El pasado 30 de octubre, la última muralista fue festejada por su familia y amigos cercanos. La señora Holda Zepeda de Purón, compañera defensora de los barrios de Coyoacán, le mandó hacer un pastel con la imagen que se hizo con una pintura. Rina bailó con música oaxaqueña. Al día siguiente dijo a su hija Rina García Lazo que había disfrutado mucho y que aunque Arturo García Bustos no había estado, ella lo había tenido todo el tiempo presente.

En la charla con La Jornada, Rina Lazo se refirió a múltiples temas: sus experiencias como discípula de Diego Rivera, sus murales, su militancia, su vida al lado de su compañero, Arturo García Bustos, las vivencias con su hija Rina García, quien siempre la acompañó.

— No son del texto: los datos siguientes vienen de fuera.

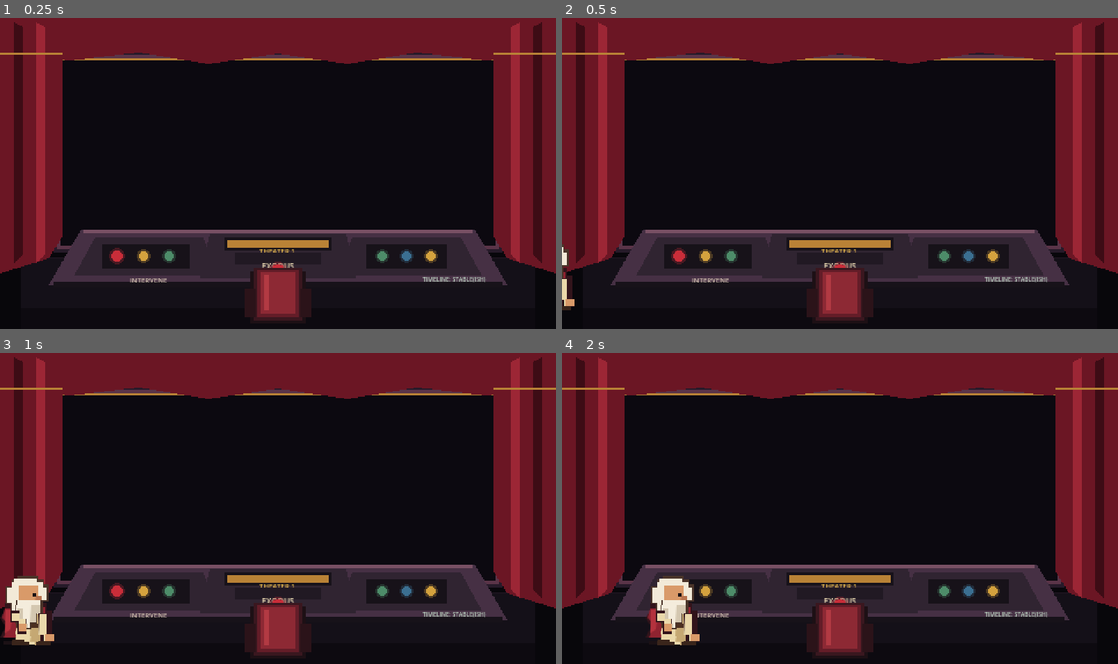
Above: before the commit, frames 1-4 (two rows, left to right).
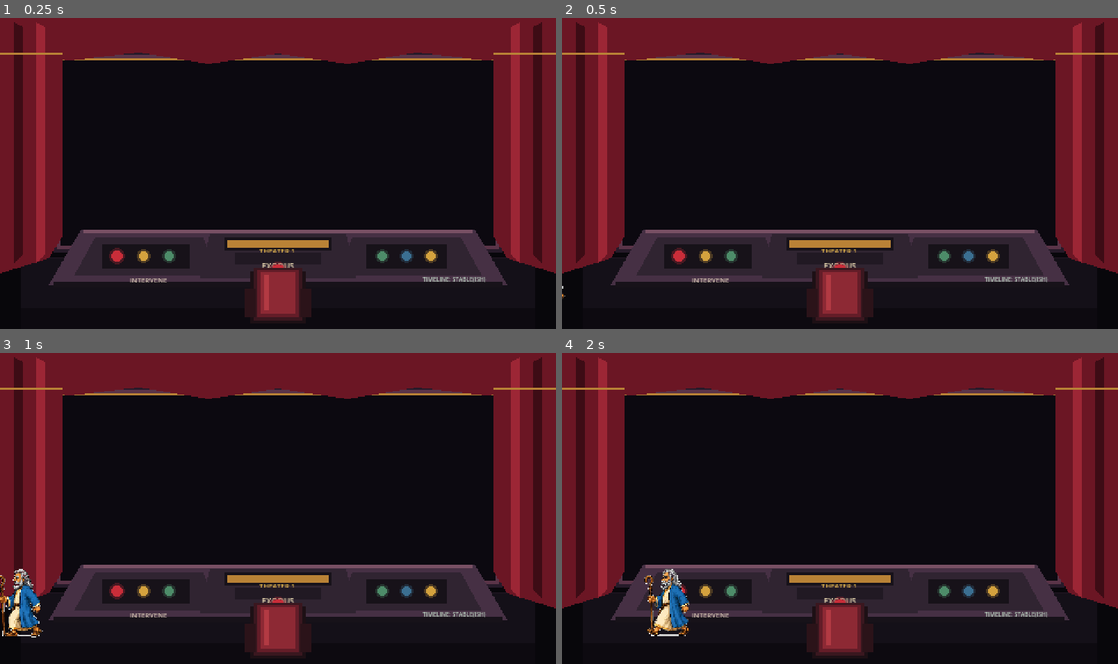
Above: after the commit, the same moments.

Repository: badmrfrosty313/the-bible-sort-of
Game: Godot game, scene res://scenes/theater/theater.tscn
Two runs of this game, one before a commit and one after it. Both use one fixed random seed, a clock stepped at 60 frames per second and the inputs below.
Inputs:
- Up to frame 1 (0.25 s): no input
- Up to frame 2 (0.5 s): no input
- Up to frame 3 (1 s): no input
- Up to frame 4 (2 s): no input

Frame 1 is identical in both runs. In frame 2, 0.3% of the frame differs, in the area x 0-3%, y 72-94%; in frame 3, 1.8%, in the area x 0-10%, y 69-94%; in frame 4, 1.8%.

Commit message:
Use generated Father movement sprite sheet

Diff:
--- a/scripts/father.gd
+++ b/scripts/father.gd
@@ -5,50 +5,87 @@
 
 @export var walk_speed: float = 72.0
 
-const IDLE_TEXTURE := preload("res://art/characters/father/father_idle.svg")
-const WALK_A_TEXTURE := preload("res://art/characters/father/father_walk_a.svg")
-const WALK_B_TEXTURE := preload("res://art/characters/father/father_walk_b.svg")
-const SIT_TEXTURE := preload("res://art/characters/father/father_sit.svg")
-const SIT_BACK_TEXTURE := preload("res://art/characters/father/father_sit_back.svg")
-const REACT_TEXTURE := preload("res://art/characters/father/father_react.svg")
+const MOVEMENT_SHEET := preload("res://art/characters/father_movement_sheet/father_movement_sheet.png")
+const DISPLAY_SCALE := Vector2(0.23, 0.23)
+const STAND_OFFSET_Y := -34.0
+const WALK_OFFSET_Y := -34.0
+const SIT_OFFSET_Y := -35.0
 
 var state: State = State.IDLE
 var legacy_sprite: Sprite2D
 var character_sprite: Sprite2D
 var facing_left := false
-var walk_elapsed := 0.0
-var walk_frame := 0
-var idle_elapsed := 0.0
+var walk_elapsed: float = 0.0
+var walk_frame: int = 0
+var idle_elapsed: float = 0.0
+var standing_texture: AtlasTexture
+var sitting_texture: AtlasTexture
+var walk_textures: Array[AtlasTexture] = []
 
 func _ready() -> void:
 	legacy_sprite = get_node_or_null("Sprite2D") as Sprite2D
-	if legacy_sprite:
+	if legacy_sprite != null:
 		legacy_sprite.visible = false
+
+	_build_sheet_frames()
+
 	character_sprite = Sprite2D.new()
 	character_sprite.name = "CharacterSprite"
 	character_sprite.texture_filter = CanvasItem.TEXTURE_FILTER_NEAREST
 	character_sprite.centered = true
-	character_sprite.position = Vector2(0, -31)
+	character_sprite.scale = DISPLAY_SCALE
+	character_sprite.material = _make_white_key_material()
 	add_child(character_sprite)
 	stand()
+
+func _build_sheet_frames() -> void:
+	# Regions are cropped directly from the generated 1536x1024 movement sheet.
+	# Keeping them centralized here makes later hand-cleaning/repacking painless.
+	standing_texture = _atlas(Rect2(70, 36, 245, 310))
+
+	walk_textures.clear()
+	walk_textures.append(_atlas(Rect2(65, 382, 245, 305)))
+	walk_textures.append(_atlas(Rect2(300, 382, 245, 305)))
+	walk_textures.append(_atlas(Rect2(540, 382, 245, 305)))
+	walk_textures.append(_atlas(Rect2(780, 382, 245, 305)))
+	walk_textures.append(_atlas(Rect2(1020, 382, 245, 305)))
+	walk_textures.append(_atlas(Rect2(1260, 382, 260, 305)))
+
+	# Rear seated pose, used while Father watches the theater screen.
+	sitting_texture = _atlas(Rect2(1160, 704, 330, 286))
+
+func _atlas(region: Rect2) -> AtlasTexture:
+	var texture := AtlasTexture.new()
+	texture.atlas = MOVEMENT_SHEET
+	texture.region = region
+	return texture
+
+func _make_white_key_material() -> ShaderMaterial:
+	var shader := Shader.new()
+	shader.code = "shader_type canvas_item;\nvoid fragment() {\n\tvec4 c = texture(TEXTURE, UV);\n\tfloat whiteness = min(c.r, min(c.g, c.b));\n\tfloat spread = max(c.r, max(c.g, c.b)) - min(c.r, min(c.g, c.b));\n\tif (whiteness > 0.94 && spread < 0.06) { discard; }\n\tCOLOR = c;\n}"
+	var material := ShaderMaterial.new()
+	material.shader = shader
+	return material
 
 func _process(delta: float) -> void:
 	if character_sprite == null:
 		return
+
 	if state == State.WALKING:
 		walk_elapsed += delta
-		var next_frame := int(floor(walk_elapsed * 8.0)) % 2
+		var next_frame: int = int(floor(walk_elapsed * 9.0)) % walk_textures.size()
 		if next_frame != walk_frame:
 			walk_frame = next_frame
-			character_sprite.texture = WALK_A_TEXTURE if walk_frame == 0 else WALK_B_TEXTURE
-		character_sprite.position.y = -31.0 + float(walk_frame)
+			character_sprite.texture = walk_textures[walk_frame]
+		character_sprite.position.y = WALK_OFFSET_Y + (1.0 if walk_frame % 2 == 1 else 0.0)
 		return
+
 	if state == State.WATCHING:
 		idle_elapsed += delta
-		var breath := 1.0 if int(idle_elapsed * 1.7) % 4 == 3 else 0.0
-		character_sprite.position.y = -31.0 + breath
+		var breath: float = 1.0 if int(idle_elapsed * 1.7) % 4 == 3 else 0.0
+		character_sprite.position.y = SIT_OFFSET_Y + breath
 
-func _apply_texture(texture: Texture2D, y_offset: float = -31.0) -> void:
+func _apply_texture(texture: Texture2D, y_offset: float) -> void:
 	if character_sprite == null:
 		return
 	character_sprite.texture = texture
@@ -57,30 +94,35 @@
 
 func move_to(target_position: Vector2) -> void:
 	state = State.WALKING
-	var start_position := global_position
-	var distance := start_position.distance_to(target_position)
+	var start_position: Vector2 = global_position
+	var distance: float = start_position.distance_to(target_position)
 	if distance <= 0.5:
 		global_position = target_position
 		_finish_walk()
 		return
+
 	facing_left = target_position.x < start_position.x
 	walk_elapsed = 0.0
 	walk_frame = 0
-	_apply_texture(WALK_A_TEXTURE)
-	var duration := distance / walk_speed
-	var elapsed := 0.0
+	character_sprite.flip_h = facing_left
+	_apply_texture(walk_textures[0], WALK_OFFSET_Y)
+
+	var duration: float = distance / walk_speed
+	var elapsed: float = 0.0
 	while elapsed < duration:
-		var delta := get_process_delta_time()
-		elapsed += delta
+		var frame_delta: float = get_process_delta_time()
+		elapsed += frame_delta
 		global_position = start_position.lerp(target_position, clampf(elapsed / duration, 0.0, 1.0))
 		await get_tree().process_frame
+
 	global_position = target_position
 	_finish_walk()
 
 func _finish_walk() -> void:
 	state = State.STANDING
 	walk_elapsed = 0.0
-	_apply_texture(IDLE_TEXTURE)
+	walk_frame = 0
+	_apply_texture(standing_texture, STAND_OFFSET_Y)
 
 func enter_from_left(entrance_position: Vector2, target_position: Vector2) -> void:
 	global_position = entrance_position
@@ -105,26 +147,27 @@
 func stand() -> void:
 	state = State.STANDING
 	idle_elapsed = 0.0
-	_apply_texture(IDLE_TEXTURE)
+	_apply_texture(standing_texture, STAND_OFFSET_Y)
 
 func sit() -> void:
 	state = State.SITTING
 	facing_left = false
 	idle_elapsed = 0.0
-	_apply_texture(SIT_BACK_TEXTURE)
+	_apply_texture(sitting_texture, SIT_OFFSET_Y)
 
 func watch_stage() -> void:
 	state = State.WATCHING
 	facing_left = false
 	idle_elapsed = 0.0
-	_apply_texture(SIT_BACK_TEXTURE)
+	_apply_texture(sitting_texture, SIT_OFFSET_Y)
 
 func react() -> void:
+	# Keep the new visual language intact until a dedicated reaction row is authored.
 	state = State.REACTING
 	idle_elapsed = 0.0
-	_apply_texture(REACT_TEXTURE)
+	_apply_texture(standing_texture, STAND_OFFSET_Y)
 
 func idle() -> void:
 	state = State.IDLE
 	idle_elapsed = 0.0
-	_apply_texture(IDLE_TEXTURE)
+	_apply_texture(standing_texture, STAND_OFFSET_Y)

A continuación, in extenso, las palabras de la pintora:

“‘Yo nací en la capital de Guatemala (el 30 de octubre de 1923). Mi madre se llamaba Melanie Wasem, era hija de alemán. Mi padre fue Arturo Lazo Midence, nació en Honduras y luego emigró a Guatemala para estudiar medicina. Eran los últimos años de la dictadura de Manuel Estrada, quien ya tenía 20 años en el poder. La Escuela de Medicina estaba en Cobán, donde había mucha oposición del Partido Unionista; mi papá se afilió, fue detenido en 1920 y lo iban a fusilar, pero en eso cayó el dictador.

Una suerte, adaptarme al maestro Diego Rivera

“En Guatemala, el maestro Julio Ruelas me sugirió inscribirme en la Escuela de Bellas Artes, donde los estudiantes luchaban contra la dictadura del general Ubico Castañeda, que gobernó de 1921 a 1944. En esa lucha me tocó mi primera tarea política, que fue hacer sándwiches en la noche y darles por la ventana a los muchachos que andaban luchando contra el dictador.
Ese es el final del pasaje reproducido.